La respuesta atravesó el cielo y dos de las balas impactaron en la cubierta sin consecuencias para la navegación. Harbid evaluó los daños y mandó virar a estribor para esquivar los siguientes disparos. Entre su proa y un grupo de cuatro naos cristianas tan solo había ya un centenar de cuerdas de separación.

Los primeros disparos de fusil partieron de la Armada y provocaron las primeras bajas corsarias.

A dos millas de ellos, al sur, se estaba librando una encarnizada lucha cuerpo a cuerpo entre los que pretendían huir y las barcas de la Armada que habían conseguido darles alcance. Salvo una que pudo llegar a la costa y huir. Sus ocupantes desde tierra observaron el terrible escenario que acababan de superar, y vieron cómo la única de sus galeras que quedaba entera conseguía alcanzar, en esos momentos, a un grupo de cuatro naos enemigas. Llevaba el palo mayor roto por una bala de cañón y el alcázar casi desaparecido por otra.

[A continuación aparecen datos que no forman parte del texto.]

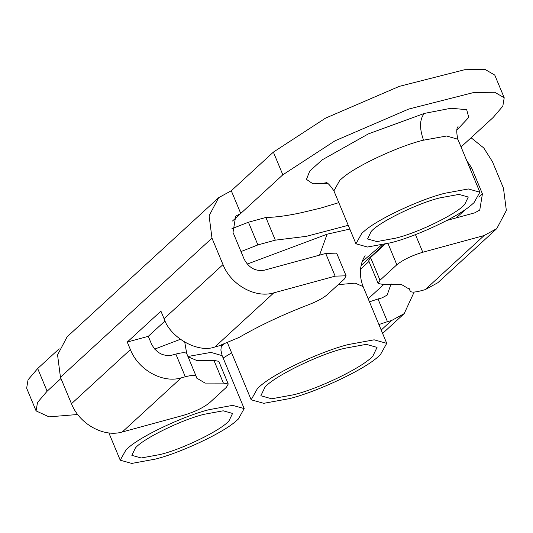 <?xml version="1.0" encoding="UTF-8"?>
<svg xmlns="http://www.w3.org/2000/svg" width="533" height="533" viewBox="0 0 533 533"><rect width="100%" height="100%" fill="white"/><g stroke="black" fill="none" stroke-linecap="round" stroke-linejoin="round"><path stroke-width="0.8" d="M348.415 344.525C321.226 351.207 274.388 373.067 260.097 386.125L257.599 388.297L251.163 399.79L263.768 403.321L289.486 398.624C316.675 391.935 363.513 370.075 377.804 357.023L380.302 354.845L386.738 343.352L374.133 339.821L348.415 344.525M293.696 394.76L271.65 398.791L260.85 395.759L264.921 387.298C273.316 376.791 317.994 354.731 344.205 348.389L366.244 344.358L377.051 347.383L372.98 355.851C364.585 366.351 319.907 388.41 293.696 394.76M338.808 202.64L320.706 208.09L301.425 212.7C287.267 215.765 275.421 217.351 265.874 217.471L248.445 222.221L231.915 228.69M265.874 217.471L275.321 240.156L257.892 244.914L240.989 251.569M275.321 240.156L306.382 236.332L348.249 225.319M384.093 244.46L361.088 265.581M180.301 339.321L154.677 349.122M471.718 204.685L474.004 202.7L479.887 192.193L468.367 188.962L444.848 193.259C419.991 199.375 377.171 219.356 364.106 231.295L361.82 233.281L355.937 243.788L367.464 247.026L390.975 242.722C415.833 236.605 458.653 216.625 471.718 204.685M464.743 204.366C457.461 213.466 418.745 232.581 396.026 238.084L376.924 241.582L367.557 238.951L371.088 231.615C378.363 222.514 417.086 203.399 439.798 197.896L458.906 194.405L468.267 197.03L464.743 204.366M236.012 421.09L238.298 419.105L244.181 408.598L232.661 405.36L209.143 409.664C184.285 415.773 141.465 435.761 128.4 447.693L126.114 449.685L120.231 460.192L131.758 463.424L155.27 459.126C180.127 453.01 222.947 433.023 236.012 421.09M229.037 420.764C221.755 429.865 183.039 448.986 160.32 454.489L141.218 457.98L131.851 455.355L135.382 448.02C142.657 438.919 181.38 419.797 204.092 414.301L223.2 410.803L232.561 413.435L229.037 420.764M370.568 257.526L380.009 280.218L378.17 283.496L368.729 260.81L370.568 257.526L385.039 244.241M378.17 283.496L383.027 284.409L401.302 284.415L409.73 289.412L410.17 291.078L408.918 288.053M408.998 288.16L410.104 290.825C410.657 292.537 414.334 292.51 421.123 290.745L425.221 289.626L484.144 235.526L496.783 228.617L506.35 210.482L503.465 188.156L492.445 161.686L483.764 147.954L471.079 137.761M369.456 301.851L378.004 298.966L387.451 321.659L378.903 324.537M378.004 298.966L382.101 297.854L387.158 295.089L391.095 283.816M387.451 321.659L391.548 320.54L404.181 313.631L414.148 292.064M496.783 228.617L437.853 282.717L425.221 289.626M77.705 414.494L49.003 416.859L36.097 410.91L26.65 388.224L28.042 379.809L37.676 368.523L59.176 348.789M36.097 410.91L37.49 402.495L47.124 391.209L60.969 378.497M231.635 352.866L223.127 358.016M165.063 320.926L148.287 336.323L127.247 342.059L160.919 311.145L164.071 318.707C170.293 337.849 198.229 353.386 214.872 346.97L218.97 345.85L239.05 337.449C259.844 325.43 283.116 314.49 308.867 304.623C317.242 301.338 323.431 297.98 327.422 294.549L344.258 279.092L346.097 275.808L335.15 276.141L325.703 253.455L264.355 270.178C255.46 271.603 248.684 267.832 244.034 258.871L233.014 232.401L235.686 216.218L240.736 213.453L231.295 190.761L218.663 197.676L209.089 215.812L211.981 238.138L60.449 377.251L71.469 403.721C79.397 424.061 103.755 437.613 122.27 431.983L183.625 415.26C194.732 411.882 203.379 407.718 209.569 402.755L226.405 387.291L228.244 384.013L223.387 383.1L213.946 360.408L218.803 361.327M188.056 356.764L197.083 360.634L213.946 360.408M148.287 336.323L151.432 343.892C156.122 352.766 162.898 356.537 171.753 355.191L175.85 354.079C182.639 352.313 186.31 352.286 186.87 353.999M325.703 253.455L336.649 253.122L346.097 275.808M415.454 234.62L422.796 252.249L484.144 235.526M422.796 252.249C411.689 255.627 403.041 259.791 396.845 264.761L388.004 243.508M380.009 280.218L396.845 264.761M466.801 160.753L471.412 167.415L482.425 193.885L479.753 210.075L474.703 212.84L447.047 220.376M127.247 342.059L130.398 349.621C138.327 369.962 162.678 383.513 181.2 377.884L185.297 376.764C192.087 374.999 195.758 374.972 196.311 376.691L186.797 353.745M196.311 376.691L196.69 378.097L205.112 383.094L223.387 383.1M60.449 377.251L57.564 354.925L67.138 336.789L218.663 197.676M231.295 190.761L273.382 152.118L325.503 118.153L399.324 86.359L464.649 69.73L485.316 69.576L494.764 75.08L504.211 97.772L502.819 106.187L493.178 117.467L461.058 146.961M232.501 221.015L282.83 174.811L334.951 140.845L408.771 109.045L474.097 92.422L494.757 92.269L504.211 97.772M214.872 346.97L273.795 292.87L335.15 276.141M273.795 292.87C255.28 298.493 230.922 284.948 222.994 264.608L211.981 238.138M227.551 343.065L251.163 399.79M386.738 343.352L363.126 286.627L355.198 283.13L338.195 284.662M319.54 255.134L327.102 234.194L247.252 264.082M362.213 261.623L381.575 245.02M349.815 229.077L327.102 234.194M257.892 244.914L248.445 222.221M479.887 192.193L457.854 139.253L446.587 136.008L422.816 140.319C397.951 146.435 355.131 166.416 342.066 178.348L339.781 180.341L333.898 190.847L355.937 243.788M244.181 408.598L222.148 355.651L210.928 352.406L187.942 356.49M423.515 140.126C419.318 128.226 419.578 119.332 424.281 113.429L368.27 133.943L322.252 159.813L309.726 171.08L306.462 179.394L312.864 183.772L328.161 183.692M456.821 130.139L468.774 117.407L466.695 109.665L450.958 108.259L424.281 113.429M186.73 353.606L184.764 342.253M221.115 346.537L223.793 344.351M47.124 391.209L37.676 368.523M381.195 330.047L391.548 320.54M368.183 298.78L383.94 284.309M456.335 217.844L465.802 209.156M478.867 197.163L482.425 193.885M471.412 167.415L470.079 168.635M368.989 261.443L360.515 269.232M185.297 376.764L175.85 354.079M282.83 174.811L273.382 152.118M122.27 431.983L181.2 377.884M71.469 403.721L130.398 349.621M164.071 318.707L222.994 264.608M363.126 286.627C355.731 267.253 365.785 254.621 365.192 255.84L365.178 255.86M108.879 432.923L120.231 460.192M457.854 139.253C456.335 132.357 456.401 128.153 458.054 126.634L458.047 126.647M333.898 190.847C329.78 184.684 326.749 181.773 324.804 182.106M222.148 355.651L220.882 350.088L221.462 345.118M404.181 313.631L382.607 333.438M218.796 361.321L228.244 384.013"/></g></svg>

A pesar de la distancia vieron a su capitán levantar el sable al viento, y frente a su enemigo, que lo apuntaba desde los cuatro costados, antes de estallar la galera por los aires, lo oyeron gritar.

—Malditos seáis, vais a probar en vuestras carnes la furia corsaria…

* * *

Barcelona recibió al Emperador con salvas y honores a su llegada desde Monzón, donde había pasado los tres últimos meses. Lo esperaban el duque de Alba, el de Cardona y los obispos de Barcelona, Vich y Gerona. Estaban a dieciséis de octubre y era lunes. El emperador Carlos dedicó el resto del mes a visitar la ciudad, a estudiar sus fortificaciones y a despachar los asuntos más importantes.